7. The Type of Ground Truth Used

The ground truth used for evaluating the Coag-A-Mate MTX III was primarily based on:

Quantitative measurements: Direct coagulation times (in seconds for clotting assays) and extinction values (mE/sec for chromogenic assays).
Comparison to a predicate device: The Coag-A-Mate MTX II system served as the established "truth" or reference standard, with the goal of demonstrating statistical equivalence.

8. The Sample Size for the Training Set

Not applicable. This document describes the validation of an in-vitro diagnostic instrument, not the training of a machine learning algorithm.
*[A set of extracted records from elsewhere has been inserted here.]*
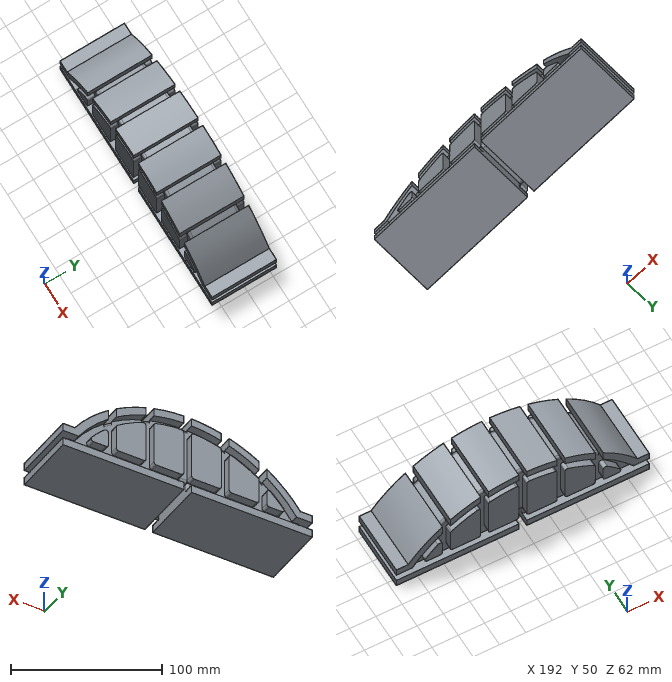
import cadquery as cq
import math

length = 192.0
width = 50.0
height = 62.0
wall = 6.0
slot_width = 6.0
slot_pitch = 29.0
outer_radius = 108.0
edge_radius = 2.0

arch_base = 2 * wall
arch_center = height - outer_radius
core_radius = outer_radius - wall
pad_radius = core_radius - wall
core_width = width - 2 * wall
core_end = length / 2 - wall
half_slot = slot_width / 2
slot_centers = [i * slot_pitch for i in range(-2, 3)]


def half_chord(radius, z):
    """Half the width of the arch circle of the given radius at height z."""
    return math.sqrt(radius**2 - (z - arch_center) ** 2)


def block(x_min, x_max, z_min, z_max, y_size):
    """Box centred on Y between the given X and Z limits."""
    return (
        cq.Workplane("XY")
        .box(x_max - x_min, y_size, z_max - z_min, centered=(False, True, False))
        .translate((x_min, 0, z_min))
    )


def arch_segment(radius, y_size):
    """Circular segment standing on the arch base, centred on Y."""
    reach = half_chord(radius, arch_base)
    return (
        cq.Workplane("XZ")
        .moveTo(-reach, arch_base)
        .threePointArc((0, arch_center + radius), (reach, arch_base))
        .close()
        .extrude(y_size / 2, both=True)
    )


def slot_block(x):
    """Cutter for one slot, centred at x, through the full height and width."""
    return block(x - half_slot, x + half_slot, 0, height, width)


def make_shell():
    """Arched shell with an end flange on each side, cut across by the slots."""
    flanges = block(-length / 2, length / 2, arch_base, arch_base + wall, width)
    shell = arch_segment(outer_radius, width).union(flanges)
    shell = shell.cut(arch_segment(core_radius, width))
    for x in slot_centers:
        shell = shell.cut(slot_block(x))
    return shell


def make_pads():
    """Pads between the slots, running through the full width, with rounded corners."""
    pads = arch_segment(pad_radius, width)
    for x in slot_centers:
        pads = pads.cut(slot_block(x))
    return pads.edges("|Y").fillet(edge_radius)


def make_base():
    """Two base plates, each with a rounded core foot above it, parted by the middle slot."""
    plate = block(half_slot, length / 2, 0, wall, width)
    foot = block(half_slot, core_end, wall, arch_base, core_width)
    half = plate.union(foot.edges("|Z").fillet(edge_radius))
    return half.union(half.mirror("YZ"))


def make_core():
    """Arched core whose long edges are rounded where the slots expose them."""
    core = arch_segment(core_radius, core_width)
    for x in slot_centers:
        slot = slot_block(x)
        rounded = core.intersect(slot).edges("%CIRCLE").fillet(edge_radius)
        if x == 0:
            rounded = rounded.faces("<Z").edges("|X").fillet(edge_radius)
        core = core.cut(slot).union(rounded)
    return core


result = make_core().union(make_shell()).union(make_pads()).union(make_base())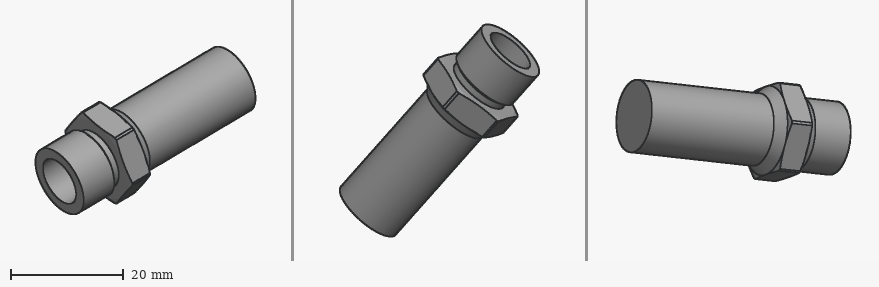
import cadquery as cq
import math

total_length = 40.5
spigot_length = 7.2
groove_start = 7.75
hex_front = 9.0
hex_back = 13.7
cone_back = 15.65
bore_depth = hex_back

bore_diameter = 9.0
groove_diameter = 11.45
tube_diameter = 13.0
spigot_diameter = 13.15

across_flats = 16.0
corner_diameter = 18.2
corner_chamfer_length = 0.3


def revolve_about_y(profile):
    """Solid of revolution from (radius, y) points, closed along the axis."""
    axis_start = (0, profile[0][1])
    axis_end = (0, profile[-1][1])
    outline = [axis_start, *profile, axis_end]
    return cq.Workplane("XY").polyline(outline).close().revolve(360, (0, 0), (0, 1))


def make_body():
    """Spigot, relief groove, conical shoulder and plain tube."""
    spigot_radius = spigot_diameter / 2
    groove_radius = groove_diameter / 2
    cone_radius = across_flats / 2
    tube_radius = tube_diameter / 2
    return revolve_about_y([
        (spigot_radius, 0),
        (spigot_radius, spigot_length),
        (groove_radius, groove_start),
        (groove_radius, hex_front),
        (cone_radius, hex_front),
        (cone_radius, hex_back),
        (tube_radius, cone_back),
        (tube_radius, total_length),
    ])


def make_hex_collar():
    """Hexagon with corners along X, trimmed and chamfered by a turned envelope."""
    sharp_corner_diameter = across_flats / math.cos(math.radians(30))
    hexagon = (
        cq.Workplane("XZ", origin=(0, hex_front, 0))
        .polygon(6, sharp_corner_diameter)
        .extrude(hex_front - hex_back)
    )
    face_radius = across_flats / 2
    corner_radius = corner_diameter / 2
    envelope = revolve_about_y([
        (face_radius, hex_front),
        (corner_radius, hex_front + corner_chamfer_length),
        (corner_radius, hex_back - corner_chamfer_length),
        (face_radius, hex_back),
    ])
    return hexagon.intersect(envelope)


def make_bore():
    """Blind, flat-bottomed bore from the front end."""
    bore_radius = bore_diameter / 2
    return revolve_about_y([(bore_radius, 0), (bore_radius, bore_depth)])


result = make_body().union(make_hex_collar()).cut(make_bore())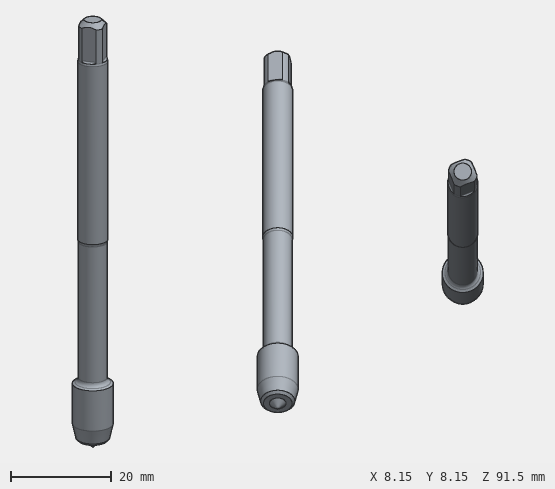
import cadquery as cq
import math

total_length = 91.55
split_z = 44.6

shank_radius = 6.0 / 2
taper_bottom_z = 82.7
taper_top_z = 83.1
drive_radius = 5.8 / 2
drive_end_radius = 3.5 / 2
drive_across_flats = 4.9
flat_root_radius = 0.4
flat_count = 4

stem_radius = 5.8 / 2
stem_taper_height = 0.55
head_radius = 8.15 / 2
head_rim_z = 13.7
head_top_slope = math.radians(25)
head_root_radius = 1.1
nose_top_z = 5.1
nose_radius = 3.4
nose_bottom_z = 1.6
nose_chamfer = 0.55
point_radius = 1.65


def revolve_about_z(outline):
    """Revolve a closed outline, drawn in the XZ plane, about the Z axis."""
    return outline.close().revolve(360, (0, 0, 0), (0, 1, 0))


def make_flat_cutter():
    """Block that removes one drive flat on the +X side, leaving a rounded root."""
    flat_distance = drive_across_flats / 2
    width = 2 * drive_radius
    block = cq.Workplane("XY").box(
        width, width, total_length - taper_top_z, centered=(False, True, False)
    )
    rounded_block = block.edges("<X and <Z").fillet(flat_root_radius)
    return rounded_block.translate((flat_distance, 0, taper_top_z))


def make_driver():
    """Shank and chamfered drive end as one turning, with four flats cut into the end."""
    end_chamfer = drive_radius - drive_end_radius
    driver_body = revolve_about_z(
        cq.Workplane("XZ")
        .moveTo(0, split_z)
        .lineTo(shank_radius, split_z)
        .lineTo(shank_radius, taper_bottom_z)
        .lineTo(drive_radius, taper_top_z)
        .lineTo(drive_radius, total_length - end_chamfer)
        .lineTo(drive_end_radius, total_length)
        .lineTo(0, total_length)
    )
    flat_cutter = make_flat_cutter()
    for index in range(flat_count):
        angle = index * 360 / flat_count
        driver_body = driver_body.cut(flat_cutter.rotate((0, 0, 0), (0, 0, 1), angle))
    return driver_body


def make_punch():
    """Stem blended into the sloping top of the head, tapered nose and centre point."""
    arc_center_x = stem_radius + head_root_radius
    root_outer_radius = arc_center_x - head_root_radius * math.sin(head_top_slope)
    root_bottom_z = head_rim_z + (head_radius - root_outer_radius) * math.tan(head_top_slope)
    arc_center_z = root_bottom_z + head_root_radius * math.cos(head_top_slope)
    middle_angle = (math.pi / 2 - head_top_slope) / 2
    arc_middle = (
        arc_center_x - head_root_radius * math.cos(middle_angle),
        arc_center_z - head_root_radius * math.sin(middle_angle),
    )
    return revolve_about_z(
        cq.Workplane("XZ")
        .moveTo(0, 0)
        .lineTo(point_radius, nose_bottom_z)
        .lineTo(nose_radius - nose_chamfer, nose_bottom_z)
        .lineTo(nose_radius, nose_bottom_z + nose_chamfer)
        .lineTo(head_radius, nose_top_z)
        .lineTo(head_radius, head_rim_z)
        .lineTo(root_outer_radius, root_bottom_z)
        .threePointArc(arc_middle, (stem_radius, arc_center_z))
        .lineTo(stem_radius, split_z - stem_taper_height)
        .lineTo(shank_radius, split_z)
        .lineTo(0, split_z)
    )


driver = make_driver()
punch = make_punch()
result = cq.Compound.makeCompound([driver.solids().val(), punch.val()])

Therefore, there is no "training set" in the context of AI/ML. The device's underlying algorithms are based on established photo-optical detection principles and analysis methodologies rather than iterative learning from a data set.

9. How the Ground Truth for the Training Set Was Established

Not applicable, as there is no training set for an AI/ML algorithm in this context.

Summary

Regulation Number and Section

§ 864.5425 Multipurpose system for in vitro coagulation studies.

(a)
Identification. A multipurpose system for in vitro coagulation studies is a device consisting of one automated or semiautomated instrument and its associated reagents and controls. The system is used to perform a series of coagulation studies and coagulation factor assays.(b)
Classification. Class II (special controls). A control intended for use with a multipurpose system for in vitro coagulation studies is exempt from the premarket notification procedures in subpart E of part 807 of this chapter subject to the limitations in § 864.9.